Negativa de cobertura: por que exigir a recusa por escrito muda tudo
A operadora tem o dever de informar por escrito o motivo da negativa e a cláusula ou norma em que se baseia. Entenda por que esse documento é o ponto de partida.
A negativa quase sempre chega da forma mais frágil possível: um atendente informa, por telefone, que o procedimento "não tem cobertura". Sem número de protocolo, sem motivo detalhado, sem indicação da regra aplicada.
Essa recusa verbal não permite avaliar nada — nem por você, nem por um profissional que examine o caso depois. É por isso que o primeiro passo, antes de qualquer decisão, é transformar o "não" em documento.
O que a resposta por escrito precisa conter
A operadora tem o dever de informar de forma clara e adequada o motivo da recusa. Uma resposta útil identifica:
- o procedimento, exame, medicamento ou material que foi solicitado;
- a data do pedido e a data da resposta;
- o motivo específico da negativa;
- a cláusula contratual ou a norma em que a operadora se baseia;
- o número do protocolo do atendimento.
Uma resposta que apenas repete "sem cobertura contratual", sem apontar a cláusula, é incompleta — e essa incompletude, por si só, é relevante.
Como pedir
Registre o pedido por um canal que produza comprovante: o portal do beneficiário, o aplicativo, o e-mail de atendimento ou o canal de ouvidoria da operadora. Ao ligar, peça o número de protocolo e anote data e horário.
Se o plano for coletivo, contratado por meio de uma empresa ou de uma entidade de classe, o setor responsável ou a administradora também podem solicitar formalmente a resposta.
Toda a discussão sobre uma negativa se apoia em dois documentos: o que o médico pediu e o que a operadora respondeu.
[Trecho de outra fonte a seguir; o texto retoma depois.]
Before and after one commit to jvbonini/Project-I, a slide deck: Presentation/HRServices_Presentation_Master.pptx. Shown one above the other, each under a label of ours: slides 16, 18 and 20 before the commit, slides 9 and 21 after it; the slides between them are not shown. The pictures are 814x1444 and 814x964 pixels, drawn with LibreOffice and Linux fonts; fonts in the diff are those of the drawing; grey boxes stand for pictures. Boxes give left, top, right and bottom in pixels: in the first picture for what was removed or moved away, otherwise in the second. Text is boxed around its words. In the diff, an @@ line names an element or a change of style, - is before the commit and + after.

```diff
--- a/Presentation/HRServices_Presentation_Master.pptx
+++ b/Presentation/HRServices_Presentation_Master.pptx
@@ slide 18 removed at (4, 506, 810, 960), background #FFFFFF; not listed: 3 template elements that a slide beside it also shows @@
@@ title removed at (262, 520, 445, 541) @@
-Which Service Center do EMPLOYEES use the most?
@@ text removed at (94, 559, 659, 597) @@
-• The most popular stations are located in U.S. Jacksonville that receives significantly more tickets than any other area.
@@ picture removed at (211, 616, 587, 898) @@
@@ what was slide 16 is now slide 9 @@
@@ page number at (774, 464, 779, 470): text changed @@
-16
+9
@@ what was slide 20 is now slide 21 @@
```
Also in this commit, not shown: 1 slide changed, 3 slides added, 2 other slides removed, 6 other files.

O outro documento: a indicação médica
O pedido do profissional que acompanha o caso é a peça central. Quanto mais completo, melhor. Um relatório que apenas nomeia o procedimento diz pouco. Um relatório útil descreve:
- o quadro clínico e o histórico relevante;
- a justificativa técnica da indicação;
- as alternativas já tentadas e por que não foram suficientes;
- o que se espera da conduta indicada e o risco de adiá-la.
Pedir esse relatório detalhado não é desconfiança do médico — é o que permite que a indicação seja compreendida por quem não examinou o paciente.
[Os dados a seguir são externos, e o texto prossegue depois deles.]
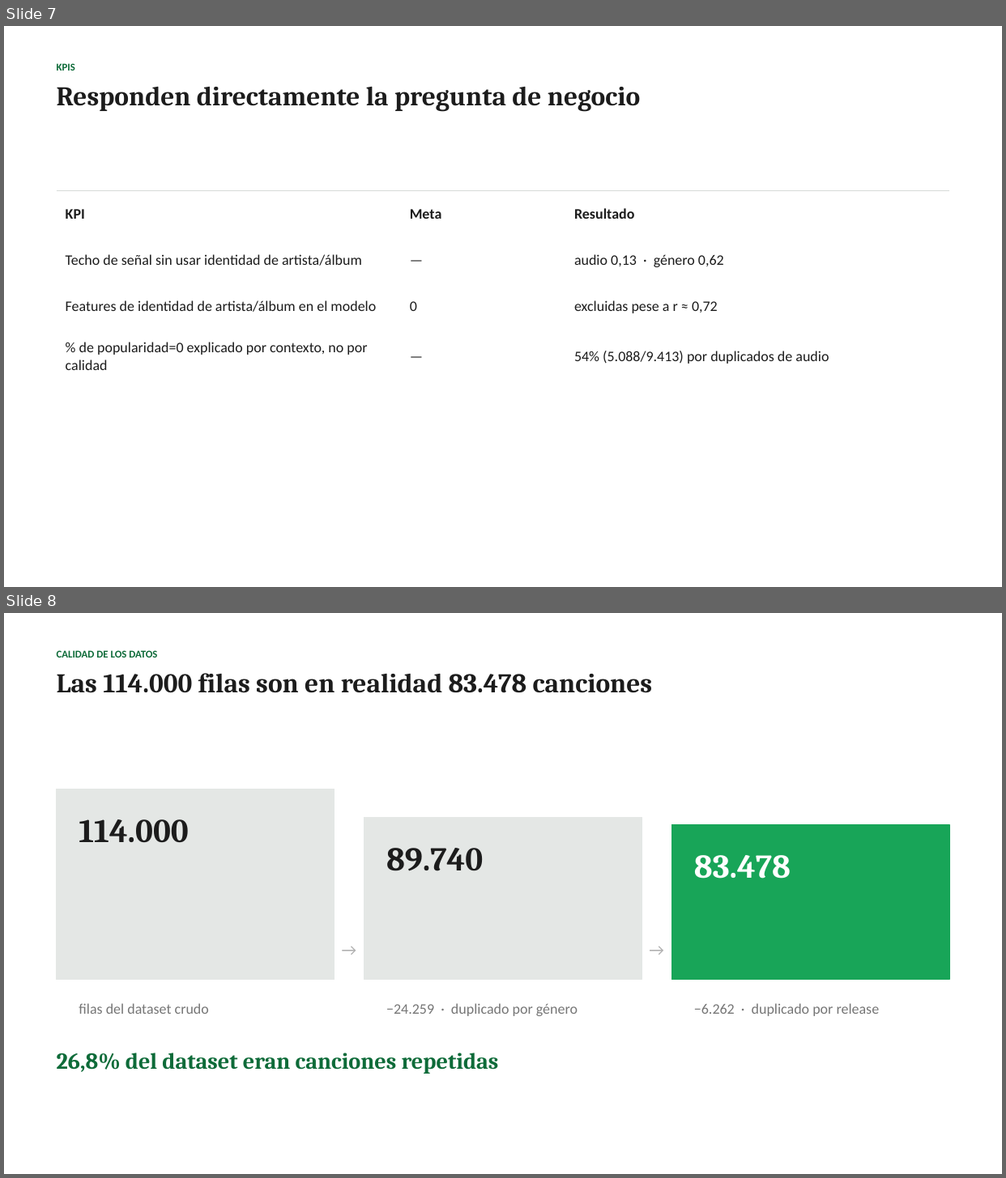
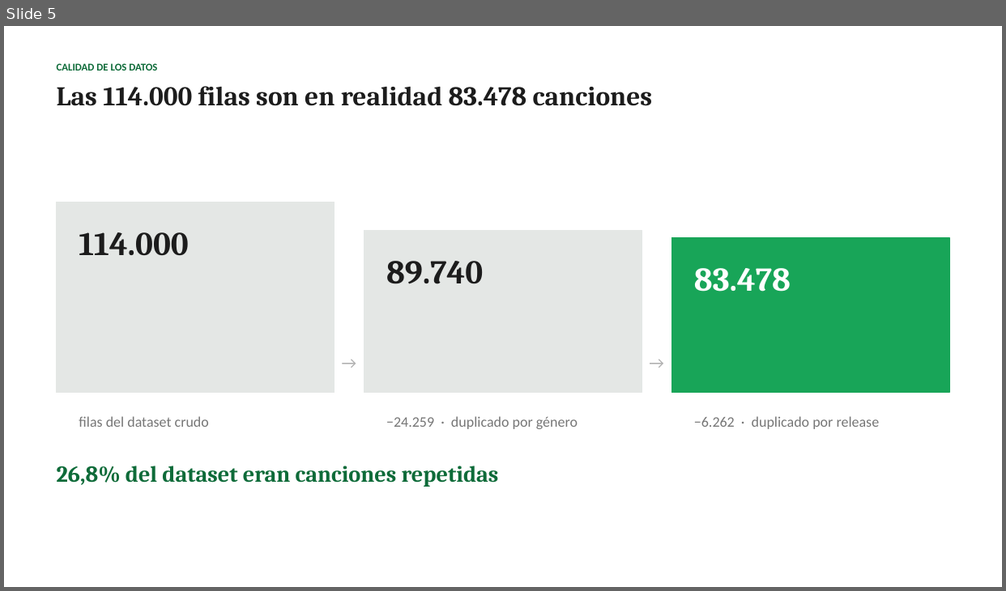
Before and after one commit to Felipe-Ahumada/Spotify-Tracks-Dataset, a slide deck: docs/EP1_Spotify_Presentacion_1.pptx. Shown one above the other, each under a label of ours: slides 7 and 8 before the commit, slide 5 after it. The pictures are 1006x1178 and 1006x591 pixels, drawn with LibreOffice and Linux fonts; fonts in the diff are those of the drawing. Boxes give left, top, right and bottom in pixels: in the first picture for what was removed or moved away, otherwise in the second. Text is boxed around its words. In the diff, an @@ line names an element or a change of style, - is before the commit and + after.

```diff
--- a/docs/EP1_Spotify_Presentacion_1.pptx
+++ b/docs/EP1_Spotify_Presentacion_1.pptx
@@ slide 7 removed at [4,26,1002,587], background #FFFFFF @@
@@ text removed at [57,63,75,71] @@
-KPIS
@@ text removed at [57,87,641,111] @@
-Responden directamente la pregunta de negocio
@@ table removed at [57,190,949,436], 4 rows, 3 columns @@
-KPI | Meta | Resultado
-Techo de señal sin usar identidad de artista/álbum | — | audio 0,13 · género 0,62
-Features de identidad de artista/álbum en el modelo | 0 | excluidas pese a r ≈ 0,72
-% de popularidad=0 explicado por contexto, no por calidad | — | 54% (5.088/9.413) por duplicados de audio
@@ what was slide 8 is now slide 5 @@
```
Also in this commit, not shown: 5 slides changed, 5 slides added, 10 other slides removed, 7 other files.

Enquanto isso, guarde a cronologia
Anote as datas de cada contato e o que foi dito. Prazos de resposta variam conforme o tipo de solicitação, e a sequência dos fatos costuma ser tão importante quanto o conteúdo da negativa.
Reunidos esses elementos, torna-se possível avaliar se há fundamento para discutir a recusa. Cada caso depende do contrato, da documentação médica e da avaliação a ser feita pela própria operadora ou pelo Poder Judiciário — não existe desfecho que se possa antecipar.